# Naming conventions for orphans (and others)



## summondice (Oct 21, 2018)

As the title suggests, I'm curious how scribes here go about giving names to characters in their books, from a world-building perspective. 

Specifically, my book features 6 women who grew up together as orphans, and I'm mulling over what to do about second names for them. 

Names are important for me - they're usually symbolic and allude to other things or people (even if it's only for my own amusement. Because I'm a dork like that  ), so this is an aspect of world-building that I take more seriously than is probably necessary. 

How do you all handle second (or first) names of the otherwise nameless? Do you do anything anything unusual or stick with typical conventions?


----------



## Night Gardener (Oct 22, 2018)

"Names" as a group..?  

"Orphans" tends to mean no surviving parents. In broader stance, no surviving relatives or named guardians... but from a legal or societal standpoint, "authorities" know the lineage and names of the dead parents, and can help a child discern their past if so inclined. Usually there's a social contract in place that defenseless children have some expectation of relief or protection from some sort of agency.

"Foundlings" suggests annonymity. Total annonymity. Nobody knows the lineage of the child or has any ability to contact relatives. This implies that the child is discovered before they can effectively communicate such important information to concerned adults. So, infancy comes to mind as well as young toddlers.

Another distinction could be "ward", or "wardling". A child abandoned deliberately to agency or authority by parents or guardians.

Perhaps, depending on the level of social involvement, there can be another name for children that have been consfiscated or removed from their parents. That name is a bit more tricky for me to think of at the moment.

But, a typical 'orphanage' usually divides children by age groups and gender.  It would seem natural that the "foundlings" would bond together in different ways than "normal" orphans or "wardlings". And, children usually identify with the physical address, the name, or other agency description. (i.e. .P.S.119, NYC, NY.)

So, the girls would have their individual names, and be calling themselves "the orphans/ foundlings/ wards of St. So & So's Orphanage."

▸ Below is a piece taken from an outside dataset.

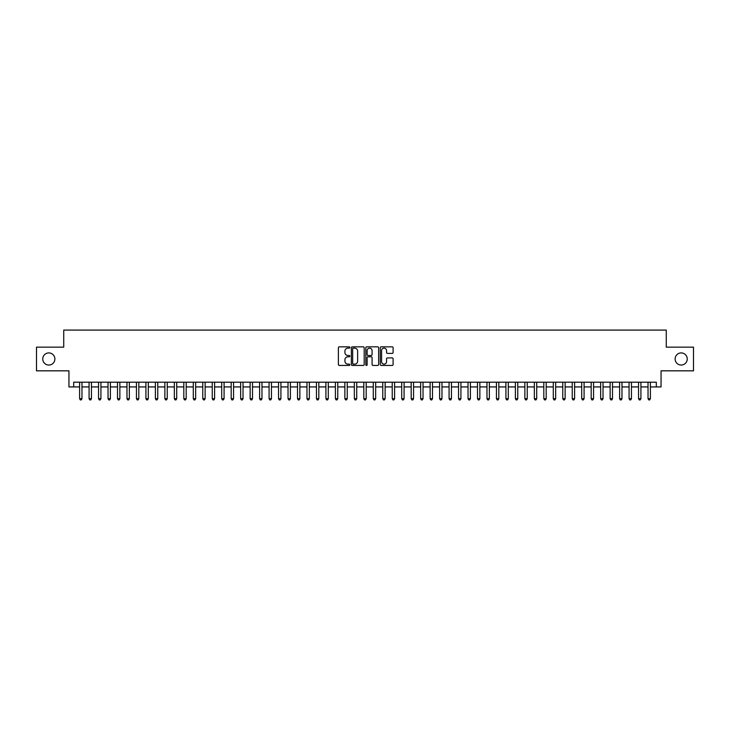 <?xml version="1.0" encoding="UTF-8"?>
<svg xmlns="http://www.w3.org/2000/svg" width="730" height="730" viewBox="0 0 730 730"><rect width="100%" height="100%" fill="white"/><g stroke="black" fill="none" stroke-linecap="round" stroke-linejoin="round"><path stroke-width="1.09" d="M349.843 347.498A0.648 0.648 0 0 0 349.195 346.841L339.313 346.841A0.931 0.931 0 0 0 338.382 347.772L338.382 364.507A0.931 0.931 0 0 0 339.313 365.438L349.195 365.438A0.648 0.648 0 0 0 349.843 364.79A0.648 0.648 0 0 0 349.195 364.142L347.909 364.142A2.975 2.975 0 0 1 344.934 361.168L344.934 359.771A2.975 2.975 0 0 1 347.909 356.797L349.195 356.797A0.648 0.648 0 0 0 349.843 356.14A0.648 0.648 0 0 0 349.195 355.492L347.909 355.492A2.975 2.975 0 0 1 344.934 352.517L344.934 351.121A2.975 2.975 0 0 1 347.909 348.146L349.195 348.146A0.648 0.648 0 0 0 349.843 347.498M675.122 358.987A6.059 6.059 0 0 0 681.181 365.046A6.059 6.059 0 0 0 687.249 358.987A6.059 6.059 0 0 0 681.181 352.918A6.059 6.059 0 0 0 675.122 358.987M42.751 358.987A6.059 6.059 0 0 0 48.819 365.046A6.059 6.059 0 0 0 54.878 358.987A6.059 6.059 0 0 0 48.819 352.918A6.059 6.059 0 0 0 42.751 358.987M392.174 353.402A0.931 0.931 0 0 0 393.105 352.471L393.105 347.772A0.931 0.931 0 0 0 392.174 346.841L381.206 346.841A0.931 0.931 0 0 0 380.275 347.772L380.275 364.507A0.931 0.931 0 0 0 381.206 365.438L392.174 365.438A0.931 0.931 0 0 0 393.105 364.507L393.105 358.841A0.931 0.931 0 0 0 392.174 357.91L387.484 357.91A0.931 0.931 0 0 0 386.553 358.841L386.553 361.651A2.491 2.491 0 0 1 384.062 364.142A2.491 2.491 0 0 1 381.58 361.651L381.58 350.628A2.491 2.491 0 0 1 384.062 348.146A2.491 2.491 0 0 1 386.553 350.628L386.553 352.471A0.931 0.931 0 0 0 387.484 353.402L392.174 353.402M73.684 386.927L73.684 382.191L656.316 382.191L656.316 386.927L661.052 386.927L661.052 370.831L693.5 370.831L693.5 347.142L666.262 347.142L666.262 330.088L63.738 330.088L63.738 347.142L36.5 347.142L36.5 370.831L68.948 370.831L68.948 386.927L79.606 386.927M364.188 347.772A0.931 0.931 0 0 0 363.257 346.841L352.28 346.841A0.931 0.931 0 0 0 351.358 347.772L351.358 364.507A0.931 0.931 0 0 0 352.28 365.438L363.257 365.438A0.931 0.931 0 0 0 364.188 364.507L364.188 347.772M366.743 346.841L377.72 346.841A0.931 0.931 0 0 1 378.642 347.772L378.642 364.507A0.931 0.931 0 0 1 377.72 365.438L373.021 365.438A0.931 0.931 0 0 1 372.09 364.507L372.09 357.727A0.931 0.931 0 0 0 371.159 356.797L368.048 356.797A0.931 0.931 0 0 0 367.117 357.727L367.117 364.79A0.648 0.648 0 0 1 366.469 365.438A0.648 0.648 0 0 1 365.812 364.79L365.812 347.772A0.931 0.931 0 0 1 366.743 346.841M81.97 386.927L89.078 386.927M91.451 386.927L98.55 386.927M100.922 386.927L108.031 386.927M110.394 386.927L117.503 386.927M119.866 386.927L126.974 386.927M129.338 386.927L136.446 386.927M138.819 386.927L145.918 386.927M148.29 386.927L155.399 386.927M157.762 386.927L164.87 386.927M167.234 386.927L174.342 386.927M176.715 386.927L183.814 386.927M186.186 386.927L193.286 386.927M195.658 386.927L202.767 386.927M205.13 386.927L212.238 386.927M214.602 386.927L221.71 386.927M224.083 386.927L231.182 386.927M233.554 386.927L240.654 386.927M243.026 386.927L250.135 386.927M252.498 386.927L259.606 386.927M261.97 386.927L269.078 386.927M271.451 386.927L278.55 386.927M280.922 386.927L288.031 386.927M290.394 386.927L297.502 386.927M299.866 386.927L306.974 386.927M309.347 386.927L316.446 386.927M318.818 386.927L325.918 386.927M328.29 386.927L335.399 386.927M337.762 386.927L344.87 386.927M347.234 386.927L354.342 386.927M356.714 386.927L363.814 386.927M366.186 386.927L373.285 386.927M375.658 386.927L382.766 386.927M385.13 386.927L392.238 386.927M394.601 386.927L401.71 386.927M404.082 386.927L411.182 386.927M413.554 386.927L420.653 386.927M423.026 386.927L430.134 386.927M432.498 386.927L439.606 386.927M441.969 386.927L449.078 386.927M451.45 386.927L458.549 386.927M460.922 386.927L468.03 386.927M470.394 386.927L477.502 386.927M479.865 386.927L486.974 386.927M489.346 386.927L496.446 386.927M498.818 386.927L505.917 386.927M508.29 386.927L515.398 386.927M517.762 386.927L524.87 386.927M527.233 386.927L534.342 386.927M536.714 386.927L543.813 386.927M546.186 386.927L553.285 386.927M555.658 386.927L562.766 386.927M565.13 386.927L572.238 386.927M574.601 386.927L581.71 386.927M584.082 386.927L591.181 386.927M593.554 386.927L600.662 386.927M603.026 386.927L610.134 386.927M612.497 386.927L619.606 386.927M621.969 386.927L629.077 386.927M631.45 386.927L638.549 386.927M640.922 386.927L648.03 386.927M650.394 386.927L656.316 386.927M353.311 348.146A0.648 0.648 0 0 0 352.654 348.794L352.654 363.485A0.648 0.648 0 0 0 353.311 364.142L354.652 364.142A2.975 2.975 0 0 0 357.627 361.168L357.627 351.121A2.975 2.975 0 0 0 354.652 348.146L353.311 348.146M372.09 350.683A2.491 2.491 0 0 0 369.599 348.192A2.491 2.491 0 0 0 367.117 350.683L367.117 354.561A0.931 0.931 0 0 0 368.048 355.492L371.159 355.492A0.931 0.931 0 0 0 372.09 354.561L372.09 350.683M81.97 382.191L81.97 398.68L79.606 398.68L79.606 382.191M81.97 398.68L81.267 399.912L80.318 399.912L79.606 398.68M91.451 382.191L91.451 398.68L89.078 398.68L89.078 382.191M91.451 398.68L90.739 399.912L89.79 399.912L89.078 398.68M100.922 382.191L100.922 398.68L98.55 398.68L98.55 382.191M100.922 398.68L100.211 399.912L99.262 399.912L98.55 398.68M110.394 382.191L110.394 398.68L108.031 398.68L108.031 382.191M110.394 398.68L109.683 399.912L108.733 399.912L108.031 398.68M119.866 382.191L119.866 398.68L117.503 398.68L117.503 382.191M119.866 398.68L119.154 399.912L118.214 399.912L117.503 398.68M129.338 382.191L129.338 398.68L126.974 398.68L126.974 382.191M129.338 398.68L128.635 399.912L127.686 399.912L126.974 398.68M138.819 382.191L138.819 398.68L136.446 398.68L136.446 382.191M138.819 398.68L138.107 399.912L137.158 399.912L136.446 398.68M148.29 382.191L148.29 398.68L145.918 398.68L145.918 382.191M148.29 398.68L147.579 399.912L146.63 399.912L145.918 398.68M157.762 382.191L157.762 398.68L155.399 398.68L155.399 382.191M157.762 398.68L157.05 399.912L156.101 399.912L155.399 398.68M167.234 382.191L167.234 398.68L164.87 398.68L164.87 382.191M167.234 398.68L166.522 399.912L165.582 399.912L164.87 398.68M176.715 382.191L176.715 398.68L174.342 398.68L174.342 382.191M176.715 398.68L176.003 399.912L175.054 399.912L174.342 398.68M186.186 382.191L186.186 398.68L183.814 398.68L183.814 382.191M186.186 398.68L185.475 399.912L184.526 399.912L183.814 398.68M195.658 382.191L195.658 398.68L193.286 398.68L193.286 382.191M195.658 398.68L194.946 399.912L193.998 399.912L193.286 398.68M205.13 382.191L205.13 398.68L202.767 398.68L202.767 382.191M205.13 398.68L204.418 399.912L203.469 399.912L202.767 398.68M214.602 382.191L214.602 398.68L212.238 398.68L212.238 382.191M214.602 398.68L213.899 399.912L212.95 399.912L212.238 398.68M224.083 382.191L224.083 398.68L221.71 398.68L221.71 382.191M224.083 398.68L223.371 399.912L222.422 399.912L221.71 398.68M233.554 382.191L233.554 398.68L231.182 398.68L231.182 382.191M233.554 398.68L232.843 399.912L231.894 399.912L231.182 398.68M243.026 382.191L243.026 398.68L240.654 398.68L240.654 382.191M243.026 398.68L242.314 399.912L241.365 399.912L240.654 398.68M252.498 382.191L252.498 398.68L250.135 398.68L250.135 382.191M252.498 398.68L251.786 399.912L250.846 399.912L250.135 398.68M261.97 382.191L261.97 398.68L259.606 398.68L259.606 382.191M261.97 398.68L261.267 399.912L260.318 399.912L259.606 398.68M271.451 382.191L271.451 398.68L269.078 398.68L269.078 382.191M271.451 398.68L270.739 399.912L269.79 399.912L269.078 398.68M280.922 382.191L280.922 398.68L278.55 398.68L278.55 382.191M280.922 398.68L280.21 399.912L279.262 399.912L278.55 398.68M290.394 382.191L290.394 398.68L288.031 398.68L288.031 382.191M290.394 398.68L289.682 399.912L288.733 399.912L288.031 398.68M299.866 382.191L299.866 398.68L297.502 398.68L297.502 382.191M299.866 398.68L299.154 399.912L298.214 399.912L297.502 398.68M309.347 382.191L309.347 398.68L306.974 398.68L306.974 382.191M309.347 398.68L308.635 399.912L307.686 399.912L306.974 398.68M318.818 382.191L318.818 398.68L316.446 398.68L316.446 382.191M318.818 398.68L318.107 399.912L317.158 399.912L316.446 398.68M328.29 382.191L328.29 398.68L325.918 398.68L325.918 382.191M328.29 398.68L327.578 399.912L326.629 399.912L325.918 398.68M337.762 382.191L337.762 398.68L335.399 398.68L335.399 382.191M337.762 398.68L337.05 399.912L336.101 399.912L335.399 398.68M347.234 382.191L347.234 398.68L344.87 398.68L344.87 382.191M347.234 398.68L346.522 399.912L345.582 399.912L344.87 398.68M356.714 382.191L356.714 398.68L354.342 398.68L354.342 382.191M356.714 398.68L356.003 399.912L355.054 399.912L354.342 398.68M366.186 382.191L366.186 398.68L363.814 398.68L363.814 382.191M366.186 398.68L365.474 399.912L364.526 399.912L363.814 398.68M375.658 382.191L375.658 398.68L373.285 398.68L373.285 382.191M375.658 398.68L374.946 399.912L373.997 399.912L373.285 398.68M385.13 382.191L385.13 398.68L382.766 398.68L382.766 382.191M385.13 398.68L384.418 399.912L383.478 399.912L382.766 398.68M394.601 382.191L394.601 398.68L392.238 398.68L392.238 382.191M394.601 398.68L393.899 399.912L392.95 399.912L392.238 398.68M404.082 382.191L404.082 398.68L401.71 398.68L401.71 382.191M404.082 398.68L403.371 399.912L402.422 399.912L401.71 398.68M413.554 382.191L413.554 398.68L411.182 398.68L411.182 382.191M413.554 398.68L412.842 399.912L411.893 399.912L411.182 398.68M423.026 382.191L423.026 398.68L420.653 398.68L420.653 382.191M423.026 398.68L422.314 399.912L421.365 399.912L420.653 398.68M432.498 382.191L432.498 398.68L430.134 398.68L430.134 382.191M432.498 398.68L431.786 399.912L430.846 399.912L430.134 398.68M441.969 382.191L441.969 398.68L439.606 398.68L439.606 382.191M441.969 398.68L441.267 399.912L440.318 399.912L439.606 398.68M451.45 382.191L451.45 398.68L449.078 398.68L449.078 382.191M451.45 398.68L450.738 399.912L449.789 399.912L449.078 398.68M460.922 382.191L460.922 398.68L458.549 398.68L458.549 382.191M460.922 398.68L460.21 399.912L459.261 399.912L458.549 398.68M470.394 382.191L470.394 398.68L468.03 398.68L468.03 382.191M470.394 398.68L469.682 399.912L468.733 399.912L468.03 398.68M479.865 382.191L479.865 398.68L477.502 398.68L477.502 382.191M479.865 398.68L479.154 399.912L478.214 399.912L477.502 398.68M489.346 382.191L489.346 398.68L486.974 398.68L486.974 382.191M489.346 398.68L488.635 399.912L487.686 399.912L486.974 398.68M498.818 382.191L498.818 398.68L496.446 398.68L496.446 382.191M498.818 398.68L498.106 399.912L497.157 399.912L496.446 398.68M508.29 382.191L508.29 398.68L505.917 398.68L505.917 382.191M508.29 398.68L507.578 399.912L506.629 399.912L505.917 398.68M517.762 382.191L517.762 398.68L515.398 398.68L515.398 382.191M517.762 398.68L517.05 399.912L516.101 399.912L515.398 398.68M527.233 382.191L527.233 398.68L524.87 398.68L524.87 382.191M527.233 398.68L526.531 399.912L525.582 399.912L524.87 398.68M536.714 382.191L536.714 398.68L534.342 398.68L534.342 382.191M536.714 398.68L536.002 399.912L535.053 399.912L534.342 398.68M546.186 382.191L546.186 398.68L543.813 398.68L543.813 382.191M546.186 398.68L545.474 399.912L544.525 399.912L543.813 398.68M555.658 382.191L555.658 398.68L553.285 398.68L553.285 382.191M555.658 398.68L554.946 399.912L553.997 399.912L553.285 398.68M565.13 382.191L565.13 398.68L562.766 398.68L562.766 382.191M565.13 398.68L564.418 399.912L563.478 399.912L562.766 398.68M574.601 382.191L574.601 398.68L572.238 398.68L572.238 382.191M574.601 398.68L573.899 399.912L572.95 399.912L572.238 398.68M584.082 382.191L584.082 398.68L581.71 398.68L581.71 382.191M584.082 398.68L583.37 399.912L582.421 399.912L581.71 398.68M593.554 382.191L593.554 398.68L591.181 398.68L591.181 382.191M593.554 398.68L592.842 399.912L591.893 399.912L591.181 398.68M603.026 382.191L603.026 398.68L600.662 398.68L600.662 382.191M603.026 398.68L602.314 399.912L601.365 399.912L600.662 398.68M612.497 382.191L612.497 398.68L610.134 398.68L610.134 382.191M612.497 398.68L611.786 399.912L610.846 399.912L610.134 398.68M621.969 382.191L621.969 398.68L619.606 398.68L619.606 382.191M621.969 398.68L621.267 399.912L620.317 399.912L619.606 398.68M631.45 382.191L631.45 398.68L629.077 398.68L629.077 382.191M631.45 398.68L630.738 399.912L629.789 399.912L629.077 398.68M640.922 382.191L640.922 398.68L638.549 398.68L638.549 382.191M640.922 398.68L640.21 399.912L639.261 399.912L638.549 398.68M650.394 382.191L650.394 398.68L648.03 398.68L648.03 382.191M650.394 398.68L649.682 399.912L648.733 399.912L648.03 398.68"/></g></svg>

I hope I answered the question I think you were asking. If you were asking about surnames for foundlings, etc I rather like the cultural nomenclature of Game of Thrones. All bastards in the North, take the surname "Snow".  You can pick a surname/ maiden name that would work for your group of women.


----------



## summondice (Oct 22, 2018)

Thank you for your thoughtful reply, Night Gardener  

I am more curious about the latter definition, but what you've written has given me a couple few groups that hadn't sprung to mind before and that will need to be taken into account. 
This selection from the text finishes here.